[Source records]
=== Section Start ===
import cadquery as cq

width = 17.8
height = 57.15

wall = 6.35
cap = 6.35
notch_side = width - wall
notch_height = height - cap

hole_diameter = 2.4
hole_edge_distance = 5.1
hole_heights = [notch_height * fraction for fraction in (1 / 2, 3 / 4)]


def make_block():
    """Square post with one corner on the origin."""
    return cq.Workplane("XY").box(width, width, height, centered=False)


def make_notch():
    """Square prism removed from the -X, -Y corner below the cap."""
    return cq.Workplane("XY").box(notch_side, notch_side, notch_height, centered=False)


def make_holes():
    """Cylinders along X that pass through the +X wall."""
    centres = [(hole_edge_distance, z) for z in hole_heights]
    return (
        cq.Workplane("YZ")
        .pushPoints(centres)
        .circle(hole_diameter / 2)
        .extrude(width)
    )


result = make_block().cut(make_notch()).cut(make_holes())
=== Section End ===
=== Section Start ===
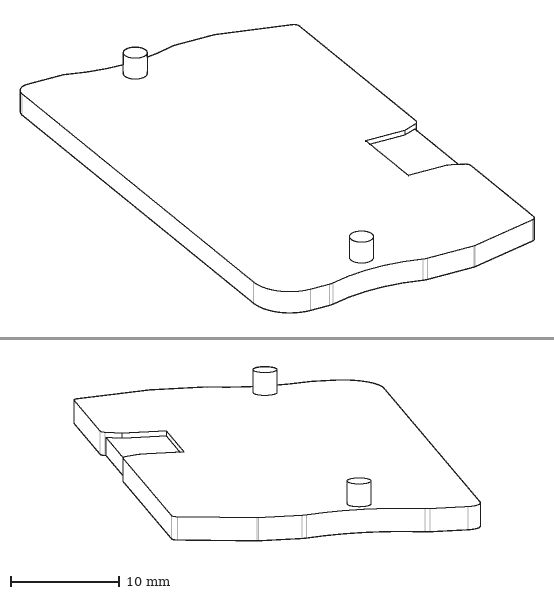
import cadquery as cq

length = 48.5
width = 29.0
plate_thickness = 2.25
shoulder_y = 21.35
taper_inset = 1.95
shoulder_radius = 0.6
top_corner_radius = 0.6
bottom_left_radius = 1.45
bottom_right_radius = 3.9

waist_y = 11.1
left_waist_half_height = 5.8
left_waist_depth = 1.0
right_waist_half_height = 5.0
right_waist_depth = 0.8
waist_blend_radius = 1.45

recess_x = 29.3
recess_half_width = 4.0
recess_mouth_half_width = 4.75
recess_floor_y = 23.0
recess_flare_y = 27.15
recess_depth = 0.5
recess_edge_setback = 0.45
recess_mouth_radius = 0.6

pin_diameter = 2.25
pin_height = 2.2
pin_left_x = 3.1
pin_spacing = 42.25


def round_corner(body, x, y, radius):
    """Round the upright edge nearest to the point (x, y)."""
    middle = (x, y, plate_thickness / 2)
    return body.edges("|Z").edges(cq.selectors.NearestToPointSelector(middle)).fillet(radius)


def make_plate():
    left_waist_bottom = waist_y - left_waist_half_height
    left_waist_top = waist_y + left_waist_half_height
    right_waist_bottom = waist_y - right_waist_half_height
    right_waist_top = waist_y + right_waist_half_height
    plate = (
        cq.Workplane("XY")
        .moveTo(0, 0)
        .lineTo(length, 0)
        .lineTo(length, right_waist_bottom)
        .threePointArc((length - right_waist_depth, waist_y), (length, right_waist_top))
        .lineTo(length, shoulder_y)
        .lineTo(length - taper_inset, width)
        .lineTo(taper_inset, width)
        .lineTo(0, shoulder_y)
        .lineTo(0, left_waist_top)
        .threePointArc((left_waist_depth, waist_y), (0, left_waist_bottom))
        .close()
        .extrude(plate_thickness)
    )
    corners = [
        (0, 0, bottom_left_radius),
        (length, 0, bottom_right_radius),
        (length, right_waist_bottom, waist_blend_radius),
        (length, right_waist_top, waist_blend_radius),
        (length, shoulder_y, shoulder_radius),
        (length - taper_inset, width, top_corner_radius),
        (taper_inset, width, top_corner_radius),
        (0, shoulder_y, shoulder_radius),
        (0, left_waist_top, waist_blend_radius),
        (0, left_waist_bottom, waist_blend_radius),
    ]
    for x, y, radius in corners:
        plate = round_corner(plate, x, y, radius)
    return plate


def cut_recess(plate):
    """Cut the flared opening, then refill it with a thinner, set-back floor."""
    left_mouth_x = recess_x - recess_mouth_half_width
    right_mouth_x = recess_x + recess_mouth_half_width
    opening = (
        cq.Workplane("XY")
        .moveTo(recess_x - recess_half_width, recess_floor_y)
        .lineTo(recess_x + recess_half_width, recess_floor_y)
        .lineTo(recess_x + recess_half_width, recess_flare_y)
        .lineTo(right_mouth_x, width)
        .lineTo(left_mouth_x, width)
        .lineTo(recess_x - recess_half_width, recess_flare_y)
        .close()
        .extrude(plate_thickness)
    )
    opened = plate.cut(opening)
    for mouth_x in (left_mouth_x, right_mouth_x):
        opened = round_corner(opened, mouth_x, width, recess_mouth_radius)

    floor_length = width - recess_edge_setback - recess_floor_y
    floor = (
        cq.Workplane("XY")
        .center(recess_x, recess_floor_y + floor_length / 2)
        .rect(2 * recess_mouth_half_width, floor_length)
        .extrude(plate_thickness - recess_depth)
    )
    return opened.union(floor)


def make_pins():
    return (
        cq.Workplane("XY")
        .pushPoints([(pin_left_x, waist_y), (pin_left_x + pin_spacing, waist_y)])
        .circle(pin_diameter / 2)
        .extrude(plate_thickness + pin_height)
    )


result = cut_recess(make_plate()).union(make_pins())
=== Section End ===
=== Section Start ===
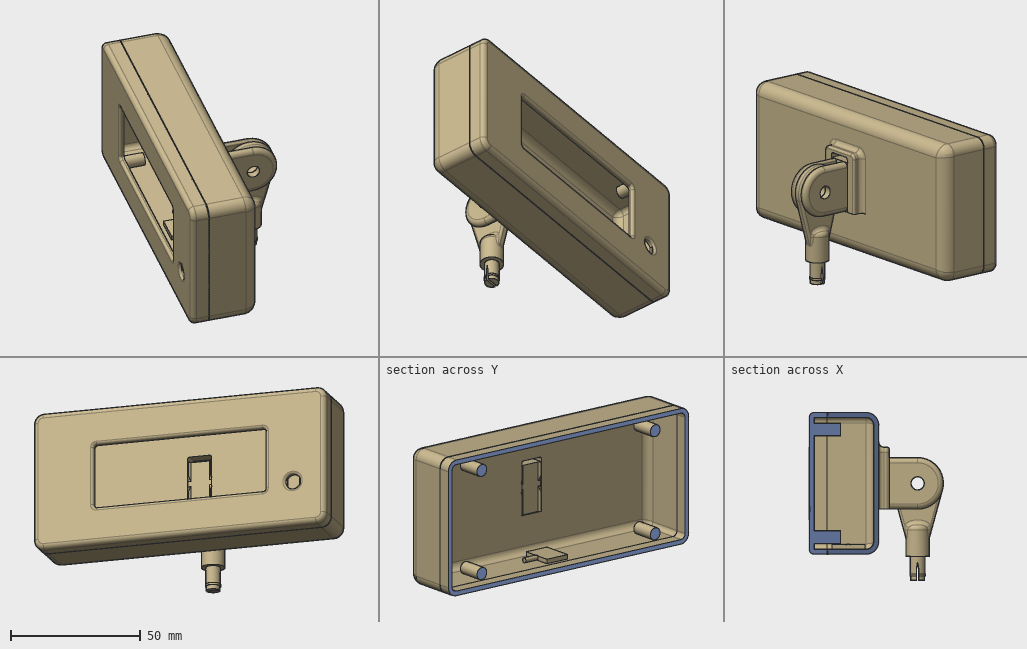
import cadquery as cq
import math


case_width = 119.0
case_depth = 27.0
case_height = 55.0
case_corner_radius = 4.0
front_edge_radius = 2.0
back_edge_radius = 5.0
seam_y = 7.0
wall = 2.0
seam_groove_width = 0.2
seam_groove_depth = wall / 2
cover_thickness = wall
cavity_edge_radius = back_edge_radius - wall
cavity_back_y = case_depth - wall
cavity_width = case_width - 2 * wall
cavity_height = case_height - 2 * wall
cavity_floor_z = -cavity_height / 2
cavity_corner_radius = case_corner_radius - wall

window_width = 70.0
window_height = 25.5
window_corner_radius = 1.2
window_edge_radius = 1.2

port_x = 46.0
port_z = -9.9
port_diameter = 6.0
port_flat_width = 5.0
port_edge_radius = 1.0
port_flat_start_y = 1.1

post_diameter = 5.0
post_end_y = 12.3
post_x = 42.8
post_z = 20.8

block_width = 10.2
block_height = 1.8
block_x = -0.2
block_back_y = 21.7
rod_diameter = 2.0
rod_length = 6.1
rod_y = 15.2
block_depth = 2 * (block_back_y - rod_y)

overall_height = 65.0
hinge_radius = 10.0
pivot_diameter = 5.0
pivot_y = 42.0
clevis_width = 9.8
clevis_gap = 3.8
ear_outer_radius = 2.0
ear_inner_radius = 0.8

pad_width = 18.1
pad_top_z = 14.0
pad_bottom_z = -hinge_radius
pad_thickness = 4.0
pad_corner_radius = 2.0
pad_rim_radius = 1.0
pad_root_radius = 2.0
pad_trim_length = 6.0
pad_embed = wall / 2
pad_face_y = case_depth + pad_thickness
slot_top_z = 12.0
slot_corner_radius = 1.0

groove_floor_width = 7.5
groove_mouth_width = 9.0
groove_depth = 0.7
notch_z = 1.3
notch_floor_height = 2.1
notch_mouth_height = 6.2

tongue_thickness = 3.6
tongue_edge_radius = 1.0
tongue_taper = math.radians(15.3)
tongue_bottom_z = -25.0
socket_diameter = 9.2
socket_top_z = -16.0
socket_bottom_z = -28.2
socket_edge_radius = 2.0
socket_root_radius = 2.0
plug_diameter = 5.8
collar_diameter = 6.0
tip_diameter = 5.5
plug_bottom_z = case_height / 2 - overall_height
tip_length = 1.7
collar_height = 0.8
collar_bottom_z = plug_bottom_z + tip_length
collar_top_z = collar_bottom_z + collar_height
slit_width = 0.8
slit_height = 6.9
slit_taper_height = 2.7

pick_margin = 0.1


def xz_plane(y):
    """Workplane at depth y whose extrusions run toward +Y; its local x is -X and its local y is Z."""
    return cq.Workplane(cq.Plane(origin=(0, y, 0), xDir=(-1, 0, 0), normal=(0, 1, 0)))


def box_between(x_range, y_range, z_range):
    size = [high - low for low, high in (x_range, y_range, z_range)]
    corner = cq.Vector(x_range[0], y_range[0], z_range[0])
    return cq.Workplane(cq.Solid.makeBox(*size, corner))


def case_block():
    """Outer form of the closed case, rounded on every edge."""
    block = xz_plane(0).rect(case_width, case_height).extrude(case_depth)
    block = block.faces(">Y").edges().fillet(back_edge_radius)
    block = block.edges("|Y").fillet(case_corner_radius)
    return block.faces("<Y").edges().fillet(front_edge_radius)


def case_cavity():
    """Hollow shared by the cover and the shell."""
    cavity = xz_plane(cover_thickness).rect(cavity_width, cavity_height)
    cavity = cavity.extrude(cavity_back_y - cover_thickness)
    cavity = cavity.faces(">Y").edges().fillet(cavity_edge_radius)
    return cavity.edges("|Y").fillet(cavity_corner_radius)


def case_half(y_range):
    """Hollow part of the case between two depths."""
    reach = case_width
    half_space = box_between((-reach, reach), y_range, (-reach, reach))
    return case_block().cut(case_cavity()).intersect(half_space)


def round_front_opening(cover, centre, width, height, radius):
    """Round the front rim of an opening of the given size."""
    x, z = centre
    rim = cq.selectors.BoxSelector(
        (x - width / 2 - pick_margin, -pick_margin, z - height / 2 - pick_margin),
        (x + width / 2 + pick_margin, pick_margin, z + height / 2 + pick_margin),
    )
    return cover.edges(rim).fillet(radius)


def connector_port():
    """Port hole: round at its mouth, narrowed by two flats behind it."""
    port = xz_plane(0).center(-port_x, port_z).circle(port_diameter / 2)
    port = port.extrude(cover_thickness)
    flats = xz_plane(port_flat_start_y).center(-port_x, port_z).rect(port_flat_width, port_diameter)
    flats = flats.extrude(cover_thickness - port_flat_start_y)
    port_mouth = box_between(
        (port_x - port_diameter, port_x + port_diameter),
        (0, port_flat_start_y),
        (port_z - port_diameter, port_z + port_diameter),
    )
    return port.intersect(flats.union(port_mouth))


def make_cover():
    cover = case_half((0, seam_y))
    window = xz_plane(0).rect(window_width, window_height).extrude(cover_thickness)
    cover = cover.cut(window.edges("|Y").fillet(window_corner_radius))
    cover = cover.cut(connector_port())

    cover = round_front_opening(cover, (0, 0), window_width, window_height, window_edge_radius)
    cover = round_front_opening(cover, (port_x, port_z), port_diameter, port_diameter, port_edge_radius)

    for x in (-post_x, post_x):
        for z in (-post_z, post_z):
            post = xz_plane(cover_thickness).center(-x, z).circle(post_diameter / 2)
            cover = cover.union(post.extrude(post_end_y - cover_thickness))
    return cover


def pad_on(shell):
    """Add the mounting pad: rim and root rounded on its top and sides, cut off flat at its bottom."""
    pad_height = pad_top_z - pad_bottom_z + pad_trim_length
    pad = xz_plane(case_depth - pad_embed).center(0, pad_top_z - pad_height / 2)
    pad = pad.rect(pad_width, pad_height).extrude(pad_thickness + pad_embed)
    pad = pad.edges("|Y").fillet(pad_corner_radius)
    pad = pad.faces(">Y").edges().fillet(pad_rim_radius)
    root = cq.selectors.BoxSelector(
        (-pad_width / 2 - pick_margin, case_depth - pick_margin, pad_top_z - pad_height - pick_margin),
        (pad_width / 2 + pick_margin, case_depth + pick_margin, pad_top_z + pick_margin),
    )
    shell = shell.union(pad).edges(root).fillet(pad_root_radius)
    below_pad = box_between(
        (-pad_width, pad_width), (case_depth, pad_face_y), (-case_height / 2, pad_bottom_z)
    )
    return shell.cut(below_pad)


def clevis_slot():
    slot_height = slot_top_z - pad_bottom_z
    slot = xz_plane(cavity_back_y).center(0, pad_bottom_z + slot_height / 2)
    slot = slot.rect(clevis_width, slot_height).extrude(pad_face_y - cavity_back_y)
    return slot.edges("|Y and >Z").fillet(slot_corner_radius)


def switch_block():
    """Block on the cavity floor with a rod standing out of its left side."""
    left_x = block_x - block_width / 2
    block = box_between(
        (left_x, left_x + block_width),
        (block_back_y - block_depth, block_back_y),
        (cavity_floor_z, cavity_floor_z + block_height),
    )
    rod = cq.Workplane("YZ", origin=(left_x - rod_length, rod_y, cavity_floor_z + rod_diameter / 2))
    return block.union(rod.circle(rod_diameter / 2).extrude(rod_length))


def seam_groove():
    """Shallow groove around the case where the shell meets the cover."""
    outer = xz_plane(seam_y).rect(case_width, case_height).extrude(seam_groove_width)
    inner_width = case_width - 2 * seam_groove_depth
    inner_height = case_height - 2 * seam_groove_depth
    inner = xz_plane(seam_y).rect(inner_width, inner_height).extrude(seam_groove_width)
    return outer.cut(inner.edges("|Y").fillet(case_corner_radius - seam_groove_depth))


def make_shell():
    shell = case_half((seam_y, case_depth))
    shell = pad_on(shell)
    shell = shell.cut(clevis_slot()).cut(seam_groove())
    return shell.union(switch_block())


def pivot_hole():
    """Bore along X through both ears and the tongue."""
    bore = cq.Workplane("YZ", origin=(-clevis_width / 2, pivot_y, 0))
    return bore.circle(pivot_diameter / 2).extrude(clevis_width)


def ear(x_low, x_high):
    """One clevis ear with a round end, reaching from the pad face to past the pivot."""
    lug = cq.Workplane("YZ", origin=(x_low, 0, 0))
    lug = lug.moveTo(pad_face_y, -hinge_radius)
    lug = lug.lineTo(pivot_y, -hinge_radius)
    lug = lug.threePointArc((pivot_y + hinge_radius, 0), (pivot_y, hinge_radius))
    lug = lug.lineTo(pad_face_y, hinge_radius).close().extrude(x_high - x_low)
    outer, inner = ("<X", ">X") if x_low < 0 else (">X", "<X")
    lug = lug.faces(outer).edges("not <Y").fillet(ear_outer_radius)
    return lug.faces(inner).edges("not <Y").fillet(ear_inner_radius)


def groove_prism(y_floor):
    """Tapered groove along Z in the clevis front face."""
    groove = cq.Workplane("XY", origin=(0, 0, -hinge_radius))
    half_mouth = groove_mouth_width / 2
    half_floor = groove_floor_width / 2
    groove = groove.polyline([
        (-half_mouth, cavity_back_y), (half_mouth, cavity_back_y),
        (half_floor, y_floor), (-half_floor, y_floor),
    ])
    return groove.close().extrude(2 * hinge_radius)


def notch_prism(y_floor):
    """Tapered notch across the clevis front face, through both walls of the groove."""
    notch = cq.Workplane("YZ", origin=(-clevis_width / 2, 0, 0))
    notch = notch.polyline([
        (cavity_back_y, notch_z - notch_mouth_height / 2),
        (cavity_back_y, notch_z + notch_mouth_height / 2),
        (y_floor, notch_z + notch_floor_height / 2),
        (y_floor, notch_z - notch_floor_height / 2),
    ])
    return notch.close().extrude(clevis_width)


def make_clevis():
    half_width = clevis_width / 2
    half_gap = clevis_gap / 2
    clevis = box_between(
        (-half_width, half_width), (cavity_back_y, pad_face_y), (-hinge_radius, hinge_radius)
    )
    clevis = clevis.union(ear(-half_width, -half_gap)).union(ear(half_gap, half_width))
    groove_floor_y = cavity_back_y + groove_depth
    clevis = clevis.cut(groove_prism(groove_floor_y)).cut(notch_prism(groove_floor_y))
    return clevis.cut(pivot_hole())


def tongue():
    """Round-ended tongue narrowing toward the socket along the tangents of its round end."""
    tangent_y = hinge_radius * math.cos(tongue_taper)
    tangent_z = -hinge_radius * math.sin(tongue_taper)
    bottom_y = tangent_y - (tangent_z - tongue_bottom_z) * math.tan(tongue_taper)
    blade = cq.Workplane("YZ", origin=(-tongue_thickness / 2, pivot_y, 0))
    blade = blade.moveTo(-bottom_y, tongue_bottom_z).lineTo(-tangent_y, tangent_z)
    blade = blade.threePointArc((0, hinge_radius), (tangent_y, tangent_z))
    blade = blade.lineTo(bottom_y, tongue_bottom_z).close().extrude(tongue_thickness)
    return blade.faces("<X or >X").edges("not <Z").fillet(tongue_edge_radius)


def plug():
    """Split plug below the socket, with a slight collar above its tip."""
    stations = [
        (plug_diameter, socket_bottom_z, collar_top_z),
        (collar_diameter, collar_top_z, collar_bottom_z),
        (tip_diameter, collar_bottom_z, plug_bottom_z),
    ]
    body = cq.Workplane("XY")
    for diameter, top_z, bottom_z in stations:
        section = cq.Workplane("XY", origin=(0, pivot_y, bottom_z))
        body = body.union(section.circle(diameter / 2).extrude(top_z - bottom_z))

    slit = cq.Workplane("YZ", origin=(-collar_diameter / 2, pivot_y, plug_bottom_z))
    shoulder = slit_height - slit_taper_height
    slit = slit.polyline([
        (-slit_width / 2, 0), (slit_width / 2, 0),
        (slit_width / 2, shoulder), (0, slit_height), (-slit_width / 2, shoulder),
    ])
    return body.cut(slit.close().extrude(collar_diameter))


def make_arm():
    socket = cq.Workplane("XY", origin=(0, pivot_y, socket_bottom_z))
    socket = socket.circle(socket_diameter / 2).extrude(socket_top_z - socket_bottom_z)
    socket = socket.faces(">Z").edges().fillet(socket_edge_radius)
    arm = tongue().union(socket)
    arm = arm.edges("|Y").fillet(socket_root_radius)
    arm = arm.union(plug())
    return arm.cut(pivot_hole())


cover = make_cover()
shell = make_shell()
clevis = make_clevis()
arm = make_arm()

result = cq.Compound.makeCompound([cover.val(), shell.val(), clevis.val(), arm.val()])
=== Section End ===
▶ What is required
Write only the number of lines in the entries that contain the word "body".

▶ Worked solution
5